* **TASK TO CARRY OUT**:
Return each line of the data below verbatim; pictures are to be left out.

* **SUPPLIED RECORDS**:

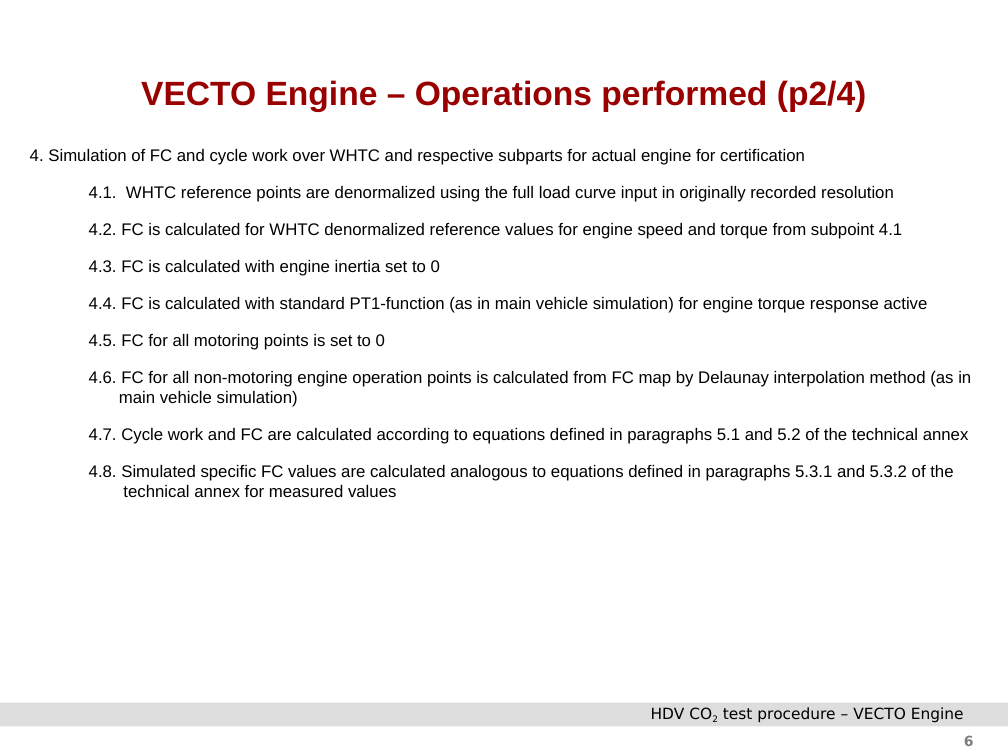
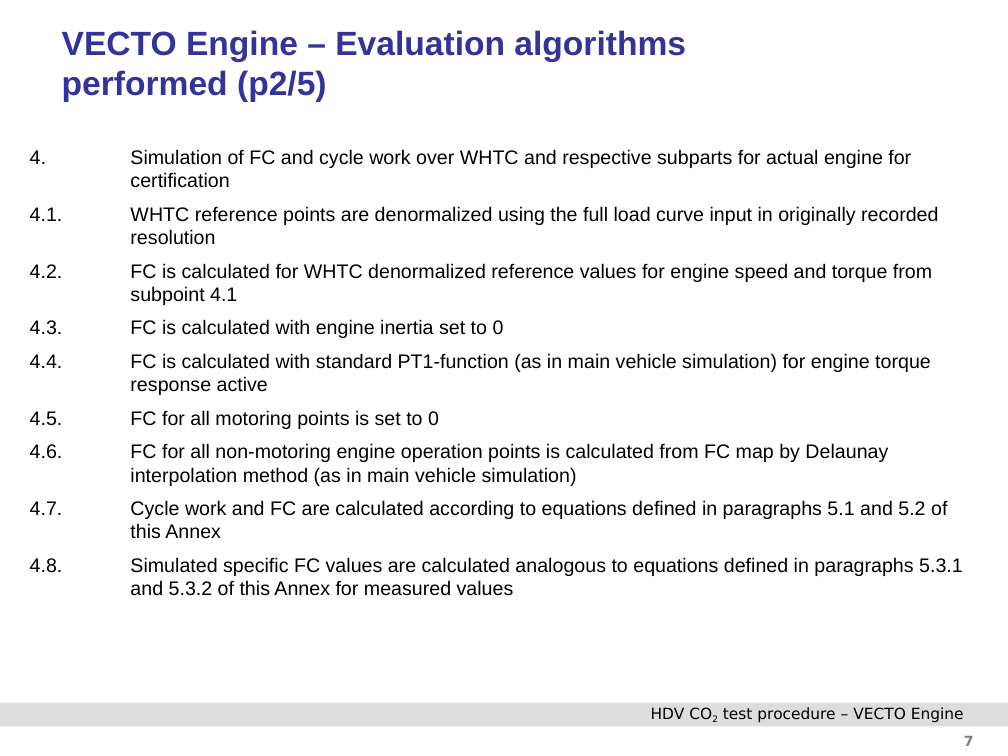
Before and after one commit to NSEE/VECTO_ENGINE_BR, a slide deck: slide 7 of Documentation/TUG_VECTO_Engine_Manual.pptx (slide 6 before the commit). Drawn at 1008x756 pixels with LibreOffice and Linux fonts; fonts in the diff are those of the drawing; background and template pictures are left out. Boxes give left, top, right and bottom in pixels: in the first picture for what was removed or moved away, otherwise in the second. Text is boxed around its words. In the diff, an @@ line names an element or a change of style, - is before the commit and + after.

```diff
--- a/Documentation/TUG_VECTO_Engine_Manual.pptx
+++ b/Documentation/TUG_VECTO_Engine_Manual.pptx
@@ title "VECTO Engine – Evaluation algorithms ..." at (62, 30, 686, 102): vertical alignment middle to top @@
@@ title at (62, 30, 686, 102): text changed; text colour #990000 to #333399 @@
-VECTO Engine – Operations performed (p2/4)
+VECTO Engine – Evaluation algorithms
+performed (p2/5)
@@ text at (30, 149, 938, 486): size 12 to 14 pt in "4. Simulation of FC and cycle work ...", "4.1. WHTC reference points are denormalized using ...", "4.2. FC is calculated for WHTC denormalized ...", "4.3. FC is calculated with engine inertia ..." and 3 more places; less space between paragraphs @@
@@ text at (30, 500, 963, 596): text changed; size 12 to 14 pt @@
-4.7. Cycle work and FC are calculated according to equations defined in paragraphs 5.1 and 5.2 of the technical annex
-4.8. Simulated specific FC values are calculated analogous to equations defined in paragraphs 5.3.1 and 5.3.2 of the
-technical annex for measured values
+4.7. Cycle work and FC are calculated according to equations defined in paragraphs 5.1 and 5.2 of
+this Annex
+4.8. Simulated specific FC values are calculated analogous to equations defined in paragraphs 5.3.1
+and 5.3.2 of this Annex for measured values
@@ page number at (964, 736, 974, 746): text changed @@
-6
+7
```
Also in this commit, not shown: 8 other slides changed, 3 slides added, 1 other file.

* **FINISHED TASK**:
Before and after one commit to NSEE/VECTO_ENGINE_BR, a slide deck: slide 7 of Documentation/TUG_VECTO_Engine_Manual.pptx (slide 6 before the commit). Drawn at 1008x756 pixels with LibreOffice and Linux fonts; fonts in the diff are those of the drawing; background and template pictures are left out. Boxes give left, top, right and bottom in pixels: in the first picture for what was removed or moved away, otherwise in the second. Text is boxed around its words. In the diff, an @@ line names an element or a change of style, - is before the commit and + after.

```diff
--- a/Documentation/TUG_VECTO_Engine_Manual.pptx
+++ b/Documentation/TUG_VECTO_Engine_Manual.pptx
@@ title "VECTO Engine – Evaluation algorithms ..." at (62, 30, 686, 102): vertical alignment middle to top @@
@@ title at (62, 30, 686, 102): text changed; text colour #990000 to #333399 @@
-VECTO Engine – Operations performed (p2/4)
+VECTO Engine – Evaluation algorithms
+performed (p2/5)
@@ text at (30, 149, 938, 486): size 12 to 14 pt in "4. Simulation of FC and cycle work ...", "4.1. WHTC reference points are denormalized using ...", "4.2. FC is calculated for WHTC denormalized ...", "4.3. FC is calculated with engine inertia ..." and 3 more places; less space between paragraphs @@
@@ text at (30, 500, 963, 596): text changed; size 12 to 14 pt @@
-4.7. Cycle work and FC are calculated according to equations defined in paragraphs 5.1 and 5.2 of the technical annex
-4.8. Simulated specific FC values are calculated analogous to equations defined in paragraphs 5.3.1 and 5.3.2 of the
-technical annex for measured values
+4.7. Cycle work and FC are calculated according to equations defined in paragraphs 5.1 and 5.2 of
+this Annex
+4.8. Simulated specific FC values are calculated analogous to equations defined in paragraphs 5.3.1
+and 5.3.2 of this Annex for measured values
@@ page number at (964, 736, 974, 746): text changed @@
-6
+7
```
Also in this commit, not shown: 8 other slides changed, 3 slides added, 1 other file.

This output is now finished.